### What is being asked
Please reproduce the listing verbatim, without its images.

* * * *

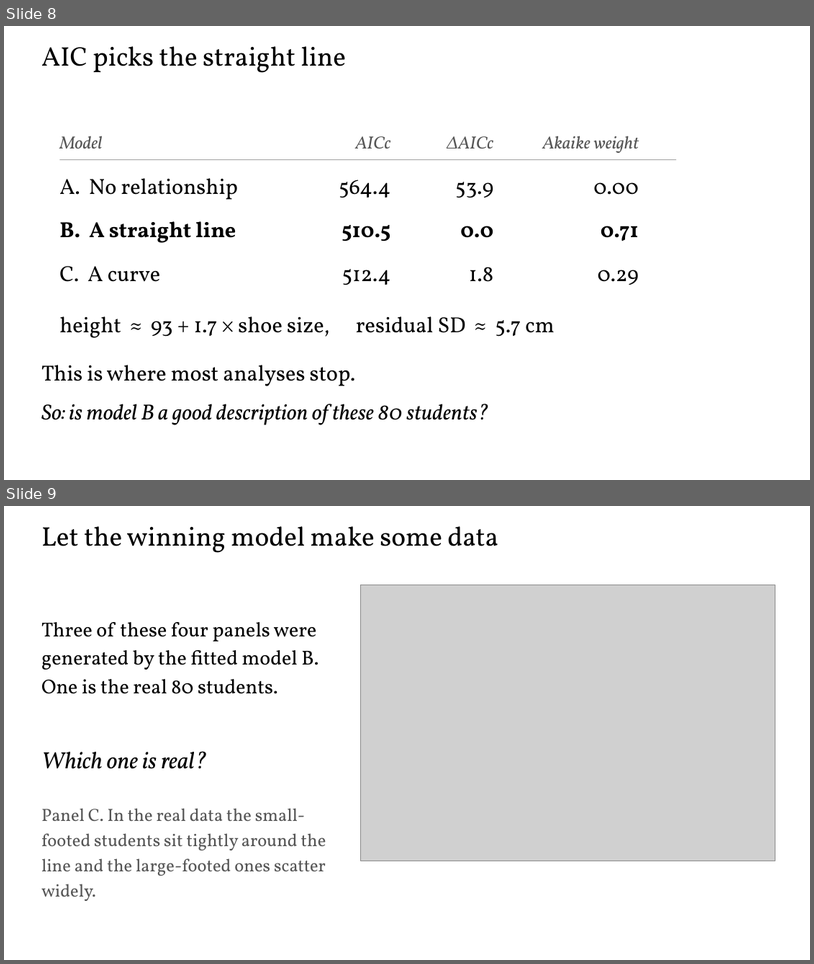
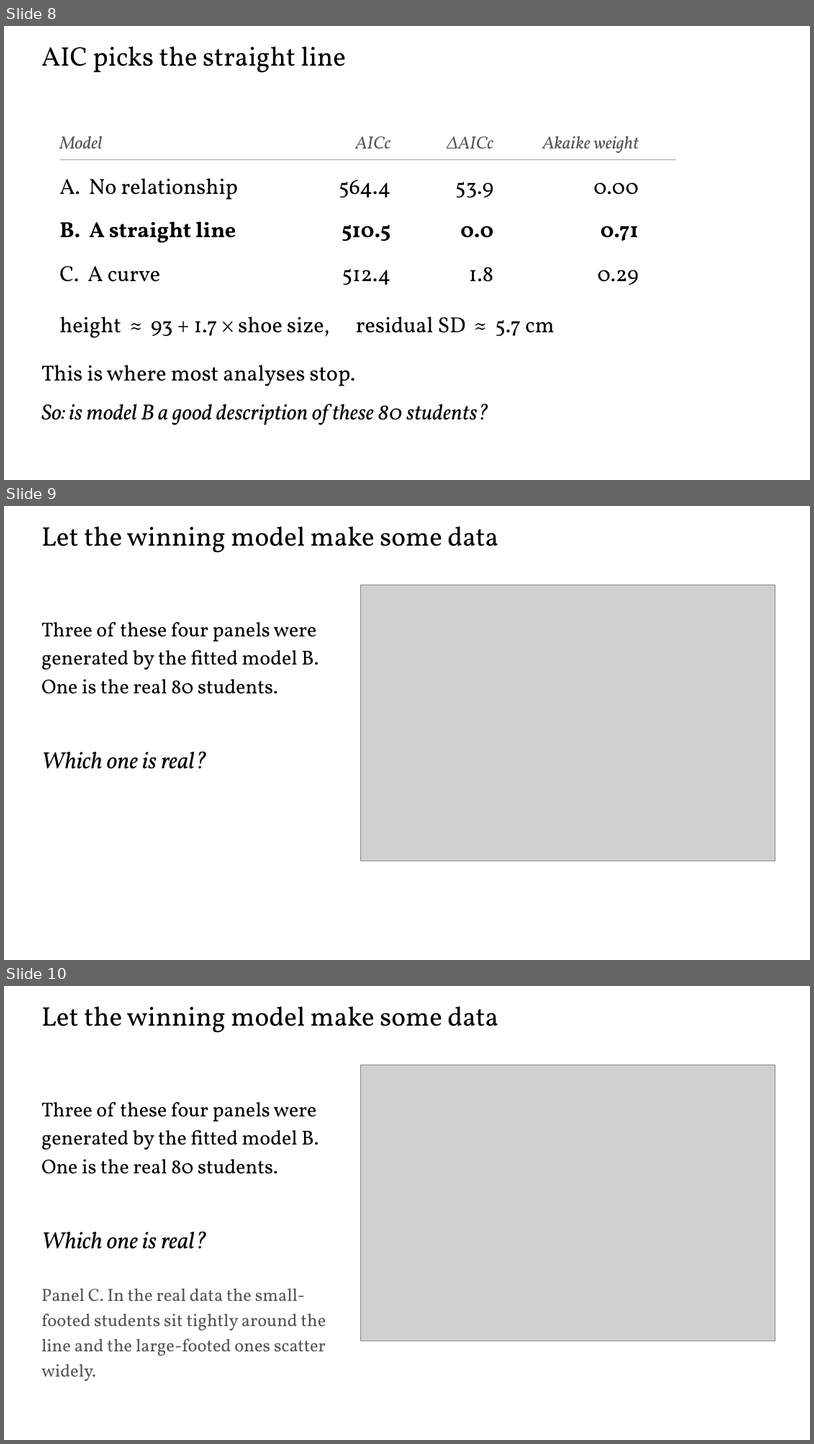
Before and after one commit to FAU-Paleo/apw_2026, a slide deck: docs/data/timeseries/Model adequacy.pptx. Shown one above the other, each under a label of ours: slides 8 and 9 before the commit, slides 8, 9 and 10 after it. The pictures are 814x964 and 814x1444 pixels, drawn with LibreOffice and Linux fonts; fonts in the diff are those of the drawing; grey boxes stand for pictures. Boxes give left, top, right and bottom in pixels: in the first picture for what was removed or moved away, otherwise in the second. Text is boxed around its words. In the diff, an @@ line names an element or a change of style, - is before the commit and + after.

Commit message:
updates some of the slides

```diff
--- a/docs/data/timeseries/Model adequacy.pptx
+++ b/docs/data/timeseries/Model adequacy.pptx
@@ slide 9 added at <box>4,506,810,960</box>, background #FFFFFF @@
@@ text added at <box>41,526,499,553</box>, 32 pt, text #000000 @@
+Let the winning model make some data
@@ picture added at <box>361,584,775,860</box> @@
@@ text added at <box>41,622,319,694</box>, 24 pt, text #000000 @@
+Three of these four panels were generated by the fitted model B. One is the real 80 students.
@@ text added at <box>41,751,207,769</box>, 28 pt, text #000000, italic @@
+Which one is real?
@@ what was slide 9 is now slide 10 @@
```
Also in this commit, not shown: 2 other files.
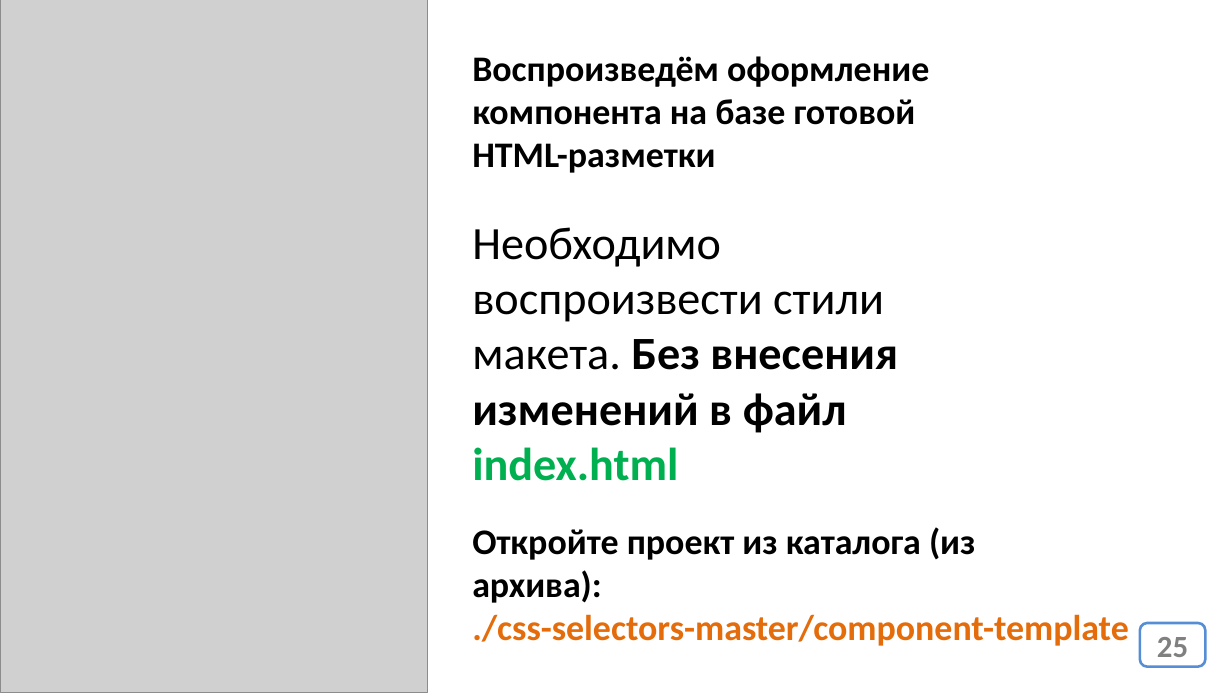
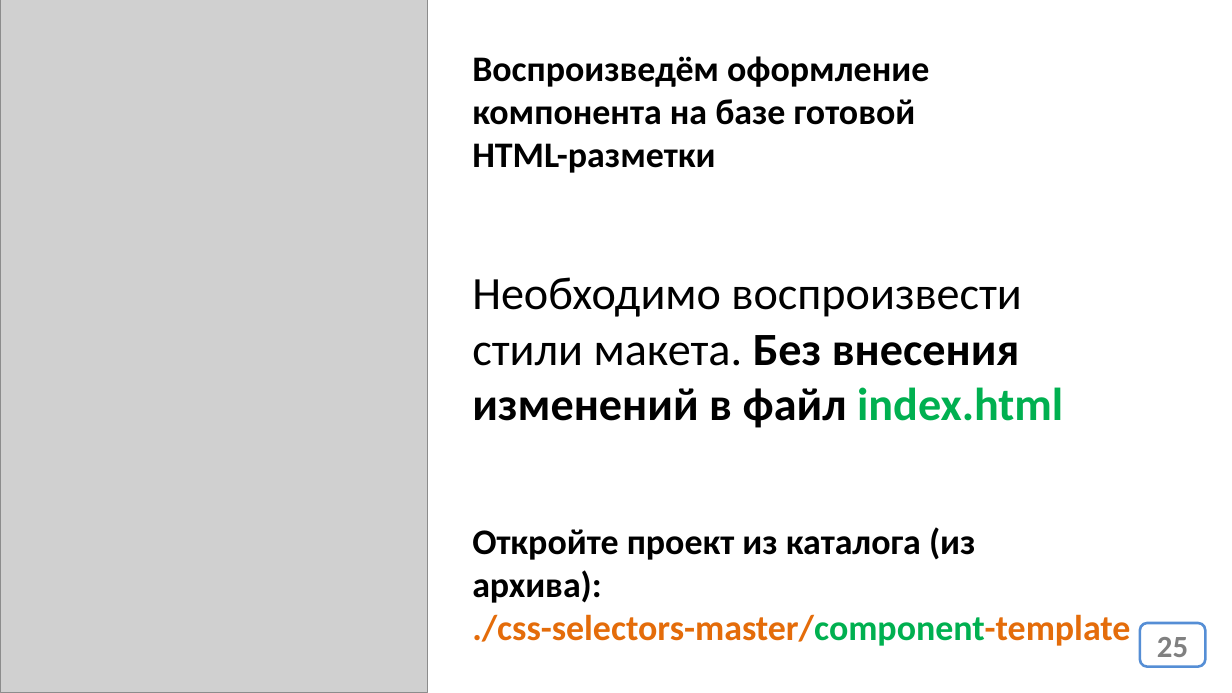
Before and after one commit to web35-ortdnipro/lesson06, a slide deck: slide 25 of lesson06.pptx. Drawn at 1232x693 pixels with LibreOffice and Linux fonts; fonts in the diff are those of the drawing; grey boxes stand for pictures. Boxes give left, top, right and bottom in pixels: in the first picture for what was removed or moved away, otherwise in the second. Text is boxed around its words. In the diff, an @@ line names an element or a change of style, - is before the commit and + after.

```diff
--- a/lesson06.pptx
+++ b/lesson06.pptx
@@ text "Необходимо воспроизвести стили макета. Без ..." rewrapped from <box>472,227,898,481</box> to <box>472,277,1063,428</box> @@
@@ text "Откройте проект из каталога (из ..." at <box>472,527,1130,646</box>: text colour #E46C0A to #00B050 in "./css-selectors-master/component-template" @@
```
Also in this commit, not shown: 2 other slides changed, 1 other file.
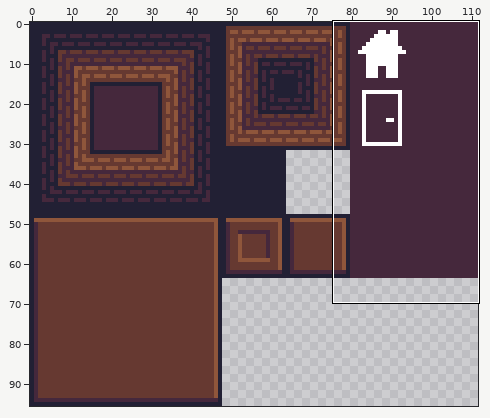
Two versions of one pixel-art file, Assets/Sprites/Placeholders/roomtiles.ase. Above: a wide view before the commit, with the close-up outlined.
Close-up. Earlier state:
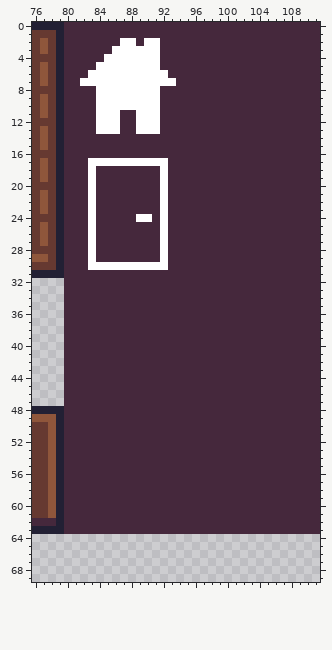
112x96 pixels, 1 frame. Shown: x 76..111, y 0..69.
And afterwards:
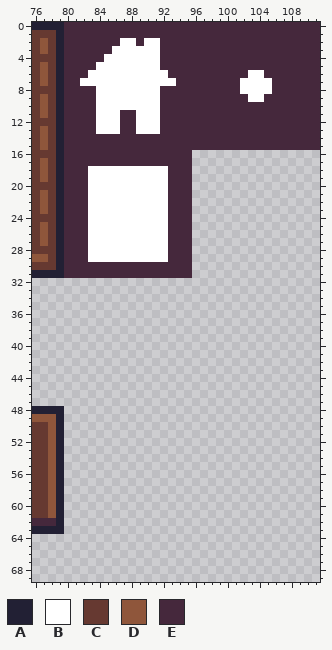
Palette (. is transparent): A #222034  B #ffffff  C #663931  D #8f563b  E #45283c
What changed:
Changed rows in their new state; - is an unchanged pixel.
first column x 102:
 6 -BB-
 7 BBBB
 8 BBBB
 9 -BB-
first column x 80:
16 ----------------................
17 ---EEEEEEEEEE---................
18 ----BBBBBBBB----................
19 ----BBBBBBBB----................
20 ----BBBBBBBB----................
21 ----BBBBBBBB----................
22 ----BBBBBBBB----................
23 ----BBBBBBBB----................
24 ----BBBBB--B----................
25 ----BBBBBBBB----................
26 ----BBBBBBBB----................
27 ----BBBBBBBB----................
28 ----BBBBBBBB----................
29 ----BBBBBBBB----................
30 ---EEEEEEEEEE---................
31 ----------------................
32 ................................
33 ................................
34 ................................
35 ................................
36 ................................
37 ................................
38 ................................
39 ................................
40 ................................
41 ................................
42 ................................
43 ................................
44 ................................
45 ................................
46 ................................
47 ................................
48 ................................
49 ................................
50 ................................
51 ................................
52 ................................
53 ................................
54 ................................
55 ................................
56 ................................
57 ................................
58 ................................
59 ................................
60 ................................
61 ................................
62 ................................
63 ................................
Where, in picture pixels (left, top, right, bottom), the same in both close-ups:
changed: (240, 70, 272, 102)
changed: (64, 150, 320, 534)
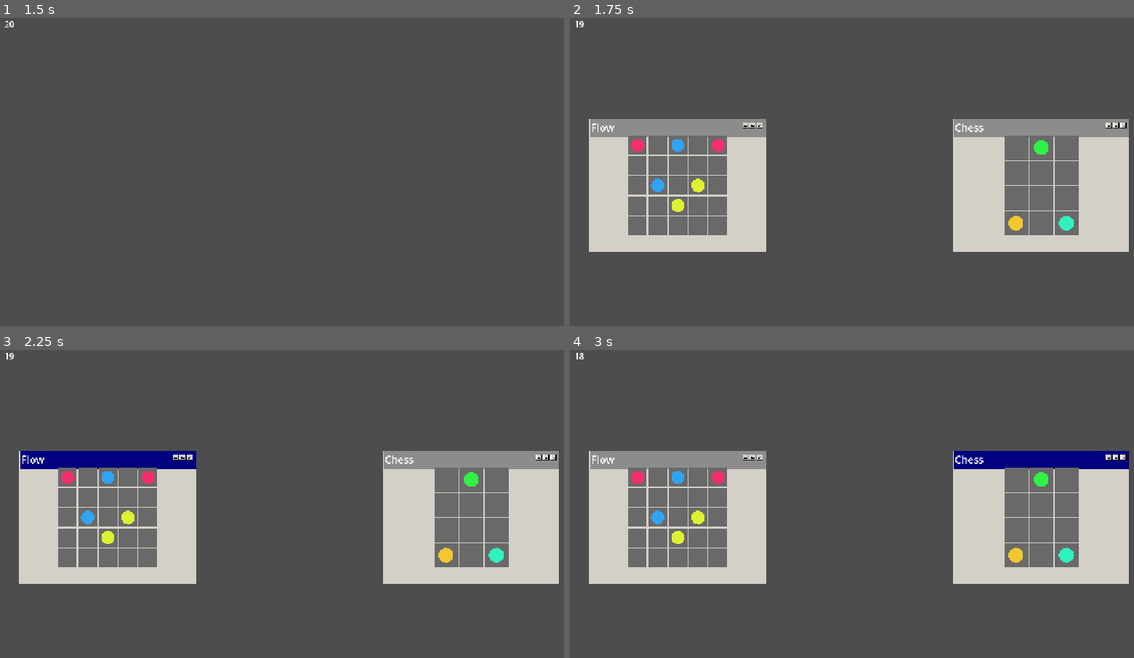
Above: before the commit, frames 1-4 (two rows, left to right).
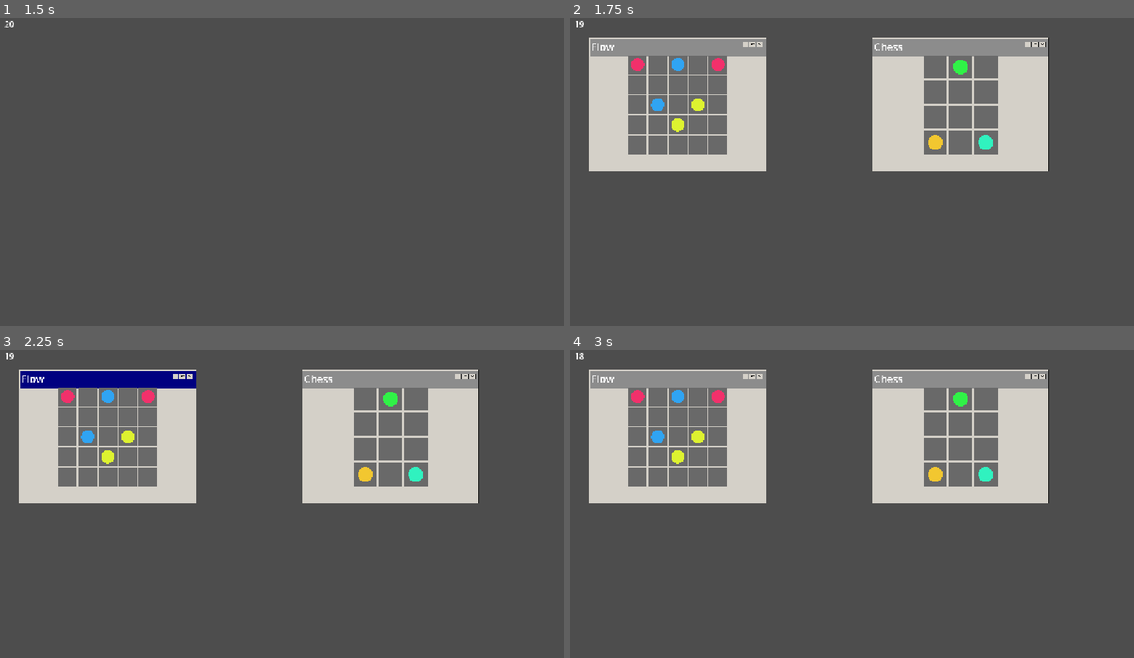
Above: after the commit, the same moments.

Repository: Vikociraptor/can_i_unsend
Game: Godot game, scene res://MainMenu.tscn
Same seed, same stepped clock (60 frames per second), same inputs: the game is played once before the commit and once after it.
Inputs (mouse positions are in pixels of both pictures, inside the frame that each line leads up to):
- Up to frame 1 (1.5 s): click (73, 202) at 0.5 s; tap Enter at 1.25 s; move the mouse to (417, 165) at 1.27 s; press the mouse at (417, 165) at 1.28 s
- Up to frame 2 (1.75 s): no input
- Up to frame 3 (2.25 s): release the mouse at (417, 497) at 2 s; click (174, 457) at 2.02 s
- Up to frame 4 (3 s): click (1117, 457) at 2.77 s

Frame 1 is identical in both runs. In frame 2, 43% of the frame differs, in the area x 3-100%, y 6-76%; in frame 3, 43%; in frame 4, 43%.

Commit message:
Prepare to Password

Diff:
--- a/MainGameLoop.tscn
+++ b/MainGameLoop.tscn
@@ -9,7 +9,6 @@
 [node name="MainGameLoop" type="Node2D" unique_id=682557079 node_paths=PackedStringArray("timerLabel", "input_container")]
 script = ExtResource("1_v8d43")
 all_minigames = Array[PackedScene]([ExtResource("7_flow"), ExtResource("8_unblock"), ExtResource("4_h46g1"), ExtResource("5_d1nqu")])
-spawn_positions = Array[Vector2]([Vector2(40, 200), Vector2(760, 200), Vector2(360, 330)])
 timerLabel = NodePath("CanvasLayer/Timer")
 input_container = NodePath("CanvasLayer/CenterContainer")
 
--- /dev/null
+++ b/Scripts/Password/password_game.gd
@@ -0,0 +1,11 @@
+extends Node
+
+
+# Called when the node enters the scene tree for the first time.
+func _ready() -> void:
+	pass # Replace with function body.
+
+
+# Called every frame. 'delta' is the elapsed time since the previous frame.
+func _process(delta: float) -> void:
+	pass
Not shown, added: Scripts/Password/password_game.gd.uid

* * * *

### Reply
Before and after one commit to FAU-Paleo/apw_2026, a slide deck: docs/data/timeseries/Model adequacy.pptx. Shown one above the other, each under a label of ours: slides 8 and 9 before the commit, slides 8, 9 and 10 after it. The pictures are 814x964 and 814x1444 pixels, drawn with LibreOffice and Linux fonts; fonts in the diff are those of the drawing; grey boxes stand for pictures. Boxes give left, top, right and bottom in pixels: in the first picture for what was removed or moved away, otherwise in the second. Text is boxed around its words. In the diff, an @@ line names an element or a change of style, - is before the commit and + after.

Commit message:
updates some of the slides

```diff
--- a/docs/data/timeseries/Model adequacy.pptx
+++ b/docs/data/timeseries/Model adequacy.pptx
@@ slide 9 added at <box>4,506,810,960</box>, background #FFFFFF @@
@@ text added at <box>41,526,499,553</box>, 32 pt, text #000000 @@
+Let the winning model make some data
@@ picture added at <box>361,584,775,860</box> @@
@@ text added at <box>41,622,319,694</box>, 24 pt, text #000000 @@
+Three of these four panels were generated by the fitted model B. One is the real 80 students.
@@ text added at <box>41,751,207,769</box>, 28 pt, text #000000, italic @@
+Which one is real?
@@ what was slide 9 is now slide 10 @@
```
Also in this commit, not shown: 2 other files.
Before and after one commit to web35-ortdnipro/lesson06, a slide deck: slide 25 of lesson06.pptx. Drawn at 1232x693 pixels with LibreOffice and Linux fonts; fonts in the diff are those of the drawing; grey boxes stand for pictures. Boxes give left, top, right and bottom in pixels: in the first picture for what was removed or moved away, otherwise in the second. Text is boxed around its words. In the diff, an @@ line names an element or a change of style, - is before the commit and + after.

```diff
--- a/lesson06.pptx
+++ b/lesson06.pptx
@@ text "Необходимо воспроизвести стили макета. Без ..." rewrapped from <box>472,227,898,481</box> to <box>472,277,1063,428</box> @@
@@ text "Откройте проект из каталога (из ..." at <box>472,527,1130,646</box>: text colour #E46C0A to #00B050 in "./css-selectors-master/component-template" @@
```
Also in this commit, not shown: 2 other slides changed, 1 other file.
Two versions of one pixel-art file, Assets/Sprites/Placeholders/roomtiles.ase. Above: a wide view before the commit, with the close-up outlined.
Close-up. Earlier state:
112x96 pixels, 1 frame. Shown: x 76..111, y 0..69.
And afterwards:
Palette (. is transparent): A #222034  B #ffffff  C #663931  D #8f563b  E #45283c
What changed:
Changed rows in their new state; - is an unchanged pixel.
first column x 102:
 6 -BB-
 7 BBBB
 8 BBBB
 9 -BB-
first column x 80:
16 ----------------................
17 ---EEEEEEEEEE---................
18 ----BBBBBBBB----................
19 ----BBBBBBBB----................
20 ----BBBBBBBB----................
21 ----BBBBBBBB----................
22 ----BBBBBBBB----................
23 ----BBBBBBBB----................
24 ----BBBBB--B----................
25 ----BBBBBBBB----................
26 ----BBBBBBBB----................
27 ----BBBBBBBB----................
28 ----BBBBBBBB----................
29 ----BBBBBBBB----................
30 ---EEEEEEEEEE---................
31 ----------------................
32 ................................
33 ................................
34 ................................
35 ................................
36 ................................
37 ................................
38 ................................
39 ................................
40 ................................
41 ................................
42 ................................
43 ................................
44 ................................
45 ................................
46 ................................
47 ................................
48 ................................
49 ................................
50 ................................
51 ................................
52 ................................
53 ................................
54 ................................
55 ................................
56 ................................
57 ................................
58 ................................
59 ................................
60 ................................
61 ................................
62 ................................
63 ................................
Where, in picture pixels (left, top, right, bottom), the same in both close-ups:
changed: (240, 70, 272, 102)
changed: (64, 150, 320, 534)
Above: before the commit, frames 1-4 (two rows, left to right).
Above: after the commit, the same moments.

Repository: Vikociraptor/can_i_unsend
Game: Godot game, scene res://MainMenu.tscn
Same seed, same stepped clock (60 frames per second), same inputs: the game is played once before the commit and once after it.
Inputs (mouse positions are in pixels of both pictures, inside the frame that each line leads up to):
- Up to frame 1 (1.5 s): click (73, 202) at 0.5 s; tap Enter at 1.25 s; move the mouse to (417, 165) at 1.27 s; press the mouse at (417, 165) at 1.28 s
- Up to frame 2 (1.75 s): no input
- Up to frame 3 (2.25 s): release the mouse at (417, 497) at 2 s; click (174, 457) at 2.02 s
- Up to frame 4 (3 s): click (1117, 457) at 2.77 s

Frame 1 is identical in both runs. In frame 2, 43% of the frame differs, in the area x 3-100%, y 6-76%; in frame 3, 43%; in frame 4, 43%.

Commit message:
Prepare to Password

Diff:
--- a/MainGameLoop.tscn
+++ b/MainGameLoop.tscn
@@ -9,7 +9,6 @@
 [node name="MainGameLoop" type="Node2D" unique_id=682557079 node_paths=PackedStringArray("timerLabel", "input_container")]
 script = ExtResource("1_v8d43")
 all_minigames = Array[PackedScene]([ExtResource("7_flow"), ExtResource("8_unblock"), ExtResource("4_h46g1"), ExtResource("5_d1nqu")])
-spawn_positions = Array[Vector2]([Vector2(40, 200), Vector2(760, 200), Vector2(360, 330)])
 timerLabel = NodePath("CanvasLayer/Timer")
 input_container = NodePath("CanvasLayer/CenterContainer")
 
--- /dev/null
+++ b/Scripts/Password/password_game.gd
@@ -0,0 +1,11 @@
+extends Node
+
+
+# Called when the node enters the scene tree for the first time.
+func _ready() -> void:
+	pass # Replace with function body.
+
+
+# Called every frame. 'delta' is the elapsed time since the previous frame.
+func _process(delta: float) -> void:
+	pass
Not shown, added: Scripts/Password/password_game.gd.uid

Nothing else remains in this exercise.